# What is a certified copy?



## catherine (Oct 3, 2010)

Dear all,

Can anyone explain what a certified copy is? Does it mean that I have to get a GP to put stamps on each of my photocopies and sign them? 
Thanks a lot. 

Catherine


----------



## Seppo (Nov 3, 2010)

Hiya 

It'll tell you on the forms...Certified by normally a 'professional' Doctor/policeman etc They will sometimes have to fill up declaration that they have known you for a period. 

You're on the right tracks, for help reasons and there's great help here unlike me..try to be more specific as in what forms your needing certified..helps with replies!

Good luck


----------



## catherine (Oct 3, 2010)

Seppo said:


> Hiya
> 
> It'll tell you on the forms...Certified by normally a 'professional' Doctor/policeman etc They will sometimes have to fill up declaration that they have known you for a period.
> 
> ...


thank a lot for your reply. I'm aware that the statutory declarations need to be witnessed by a JP. I'm just confused about the other stuff, like the birth certificate, our relationship certificate, etc... Since I def wont give them the originial documents, do I have to get a JP to certify that all those copies are "true copies". 
Anyone had experience? Pls help. Thanks


----------



## SoniaSonia (Feb 10, 2011)

My understanding after reading the 888 form is that witnessing the signature of the person doing the stat dec should be via those on the list given. The documents that need certifying is a copy of the original the passport or birth certificate which should be attached to the stat dec if they are an Australian citizen. To do this you need to take the original to a JP and get them to copy and certify that it is a true likeness etc. "Any attachment to the stat dec must be certified by a prescribed person. Prescribed persons include..." and then there is the list. You cannot go wrong with a JP in Australia. If doing stat decs in the UK then be advised to use a solicitor or JP at a magistrates court. You can use a notary but they are very very expensive. All of this takes time and money, whereas the service is free in Australia, (well it is in NSW).

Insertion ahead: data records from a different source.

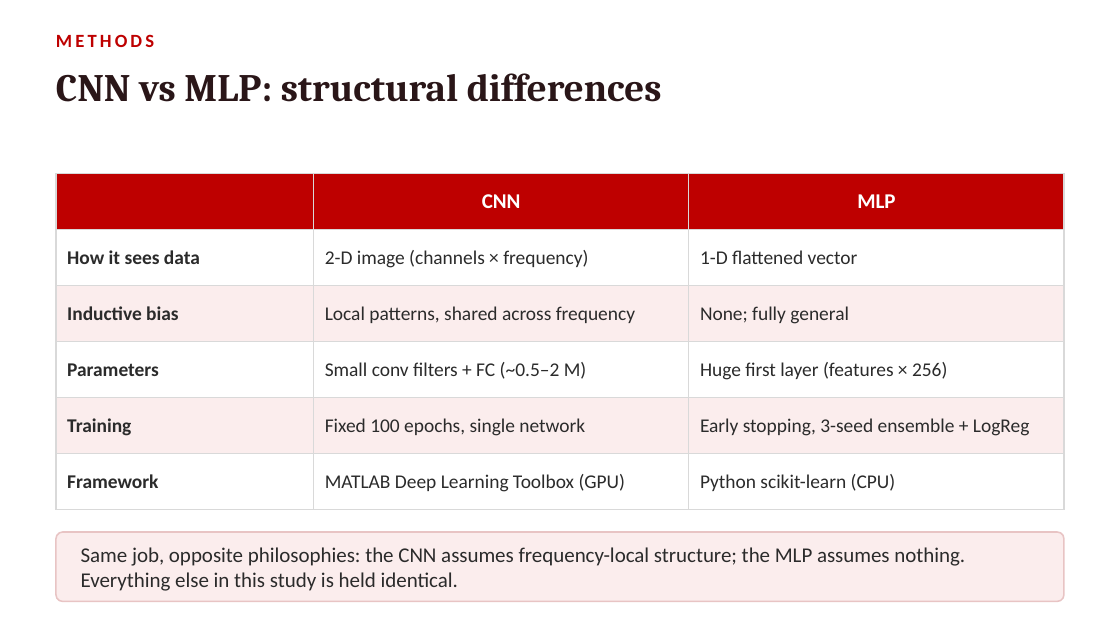
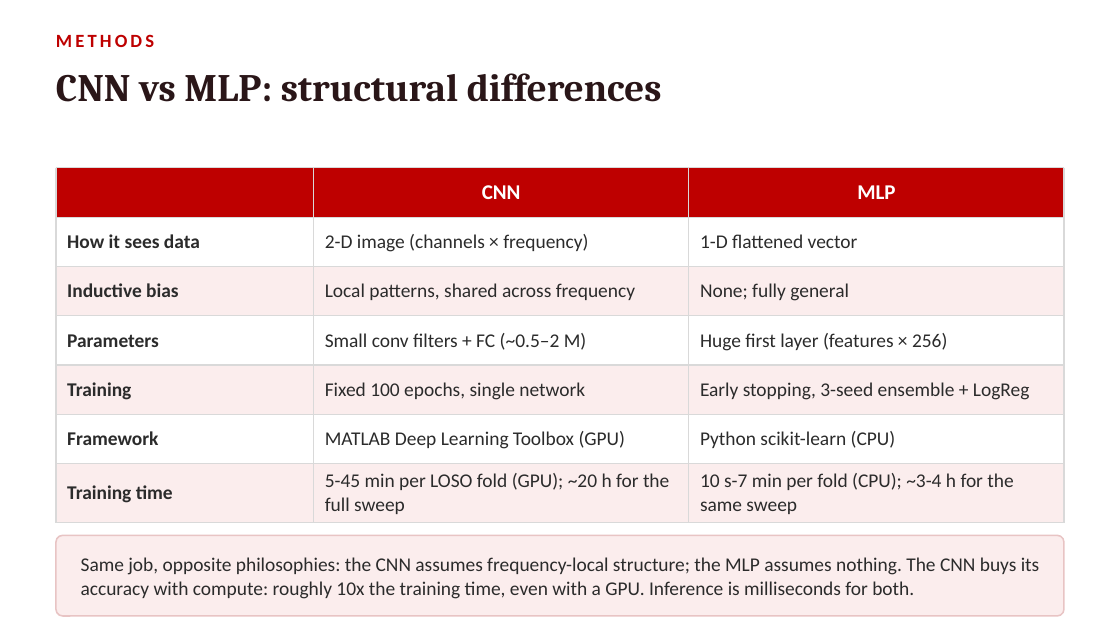
Before and after one commit to pmart1534/microwave-phantom-localization-cnn-mlp, a slide deck: slide 9 of presentation/CNN_vs_MLP_Comparison.pptx. Drawn at 1120x630 pixels with LibreOffice and Linux fonts; fonts in the diff are those of the drawing. Boxes give left, top, right and bottom in pixels: in the first picture for what was removed or moved away, otherwise in the second. Text is boxed around its words. In the diff, an @@ line names an element or a change of style, - is before the commit and + after.

```diff
--- a/presentation/CNN_vs_MLP_Comparison.pptx
+++ b/presentation/CNN_vs_MLP_Comparison.pptx
@@ table at (x1=56, y1=168, x2=1064, y2=518) @@
+row 7: Training time | 5-45 min per LOSO fold (GPU); ~20 h for the full sweep | 10 s-7 min per fold (CPU); ~3-4 h for the same sweep
@@ table resized from (x1=56, y1=174, x2=1064, y2=496) to (x1=56, y1=168, x2=1064, y2=518) @@
@@ rounded rectangle resized from (x1=56, y1=532, x2=1064, y2=601) to (x1=56, y1=535, x2=1064, y2=616) @@
@@ rounded rectangle at (x1=56, y1=535, x2=1064, y2=616): proportions changed @@
@@ text at (x1=81, y1=557, x2=1040, y2=599): text changed; size 13.5 to 12.5 pt @@
-Same job, opposite philosophies: the CNN assumes frequency-local structure; the MLP assumes nothing. Everything else in this study is held identical.
+Same job, opposite philosophies: the CNN assumes frequency-local structure; the MLP assumes nothing. The CNN buys its accuracy with compute: roughly 10x the training time, even with a GPU. Inference is milliseconds for both.
```
Also in this commit, not shown: 3 other slides changed, 19 other files.

Hope I've written this is understandable way..


----------



## AaronChadburger (Nov 22, 2010)

catherine said:


> Since I def wont give them the originial documents, do I have to get a JP to certify that all those copies are "true copies".

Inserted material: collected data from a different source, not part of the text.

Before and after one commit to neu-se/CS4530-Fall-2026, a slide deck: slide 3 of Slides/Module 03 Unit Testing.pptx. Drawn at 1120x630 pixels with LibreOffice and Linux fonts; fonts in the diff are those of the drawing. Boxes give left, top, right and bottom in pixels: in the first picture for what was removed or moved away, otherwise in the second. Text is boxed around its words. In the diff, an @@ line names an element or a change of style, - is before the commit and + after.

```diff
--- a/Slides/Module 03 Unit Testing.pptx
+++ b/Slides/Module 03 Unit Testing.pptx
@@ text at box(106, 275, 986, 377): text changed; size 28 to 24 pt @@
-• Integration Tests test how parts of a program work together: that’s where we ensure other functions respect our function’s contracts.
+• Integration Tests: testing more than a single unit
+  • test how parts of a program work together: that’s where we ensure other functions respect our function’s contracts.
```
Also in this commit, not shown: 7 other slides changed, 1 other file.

Yes, you do. Your relationship certificate and birth certificates should definitely be notarised by a JP as being true copies.
I would also suggest notarising any other 'concrete proof' such as joint rental contracts etc.
As for what I would call 'secondary proof' (phone call lists, photos, travel receipts etc.) , we did not have these copies notarised and from what I can tell, it should not be necessary to do so.
Hope this is helpful, I am by no means an expert.


----------



## iain (Nov 11, 2009)

SoniaSonia said:


> If doing stat decs in the UK then be advised to use a solicitor or JP at a magistrates court. You can use a notary but they are very very expensive. All of this takes time and money, whereas the service is free in Australia, (well it is in NSW).

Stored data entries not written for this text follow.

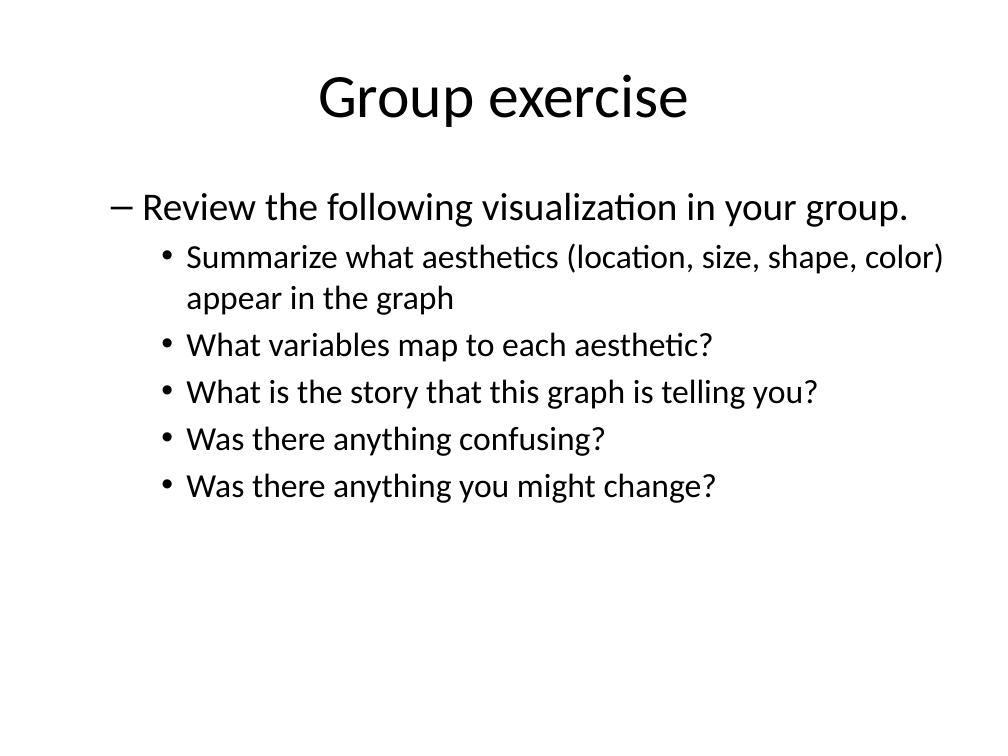
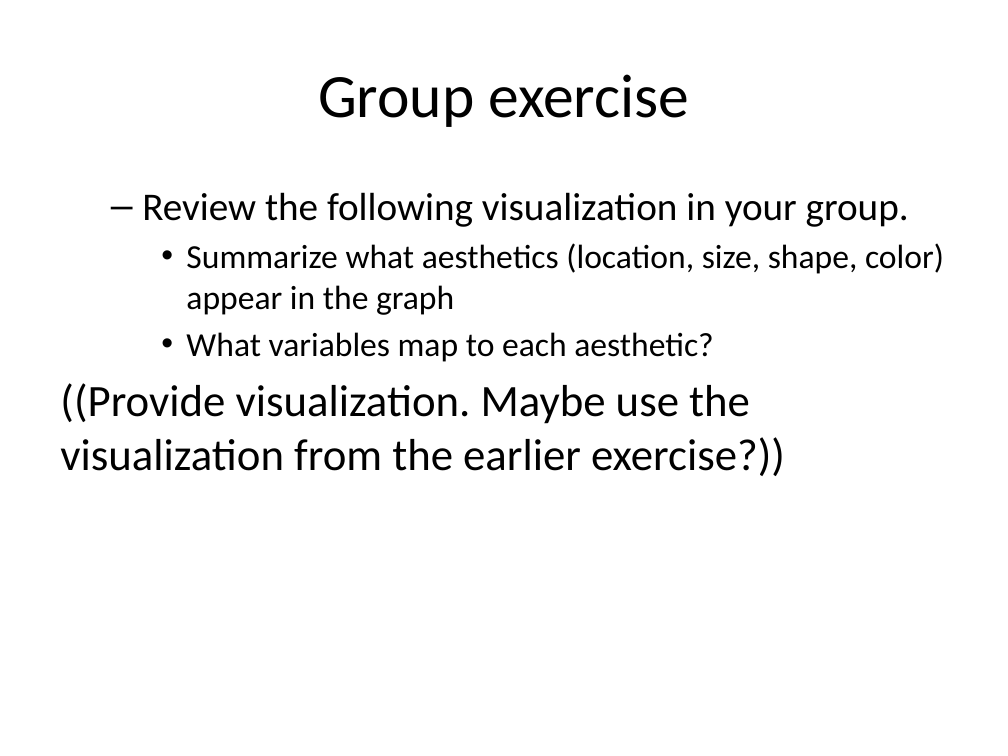
Before and after one commit to pmean/data-visualization, a slide deck: slide 39 of src/data-visualization-01-points.pptx. Drawn at 1008x756 pixels with LibreOffice and Linux fonts; fonts in the diff are those of the drawing. Boxes give left, top, right and bottom in pixels: in the first picture for what was removed or moved away, otherwise in the second. Text is boxed around its words. In the diff, an @@ line names an element or a change of style, - is before the commit and + after.

```diff
--- a/src/data-visualization-01-points.pptx
+++ b/src/data-visualization-01-points.pptx
@@ text at (60,383,785,476): text changed; size 24 to 32 pt @@
-    • What is the story that this graph is telling you?
-    • Was there anything confusing?
-    • Was there anything you might change?
+((Provide visualization. Maybe use the visualization from the earlier exercise?))
```
Also in this commit, not shown: 2 other slides changed, 57 other files.

Catherine, if you're doing it in the UK take note of this page. You can also for a smallish fee get a certified copy of your birth certificate directly from the registry office holding it. I had to do that anyway as my birth certif didn't show my parents.


----------



## catherine (Oct 3, 2010)

Thanks all for your reply. I think i'll get both my and my partner's birth certificate, passport, and other evidence photocopies signed by a JP. There's no reason to take the risk i guess, and yes, its free in AUS. good luck to everyone


----------



## Wanderer (Jun 16, 2007)

catherine said:


> thank a lot for your reply. I'm aware that the statutory declarations need to be witnessed by a JP. I'm just confused about the other stuff, like the birth certificate, our relationship certificate, etc... Since I def wont give them the originial documents, do I have to get a JP to certify that all those copies are "true copies".
> Anyone had experience? Pls help. Thanks


Seeing as you mention the RR, if you are in Oz any copy can usually be certified or statutory declaration witnessed at the local cop shop, most larger police stations usually having a senior officer in attendance to handle those requests.
So with the documents, you just have to take in the originals with your copies and they'll usually have a stamp for them.
You can also use other people like Postmasters, Bank Managers, Teachers and Chemists may even be on the list or JPs.
Different countries abroad have different people authorised for the witnessing, most European countries using the term notary in general, usually a solicitir from what I can gather though some may have people at a magistrates or local courthouse, they all possibly having a nice fee attached unlike in Oz.


----------



## raymp (Dec 29, 2010)

A JP in Australia is registered state by state.
Theroiticly a Queensland JP is only authorised to do documents to be used in Qld.
The exception being commonwealth documents.
A JP has no authority to do international documents.
A Notory Public has that authority.
It is up to the place where you are sending the document.
eg: if you send a document witnessed by a qld JP to Victoria then it is up to the receiver whether they accept the Qld JP.
The same applies for a document sent to another country. It is up to them if they accept and Australian JP.
I sometimes witness "proof of life forms" presented to me by clients which are sent to them from their original country.
Those countries accept a Australian JP.


----------



## Wanderer (Jun 16, 2007)

raymp said:


> A JP in Australia is registered state by state.
> Theroiticly a Queensland JP is only authorised to do documents to be used in Qld.
> The exception being commonwealth documents.
> A JP has no authority to do international documents.
> ...


Ray,
You have got right of the topic of certifying a copy and I do not know whether you're a JP or not but I would be very surprised if I had a birth certificate from another state and some copies of it, a JP would not be prepared to certify the copies as being true copies.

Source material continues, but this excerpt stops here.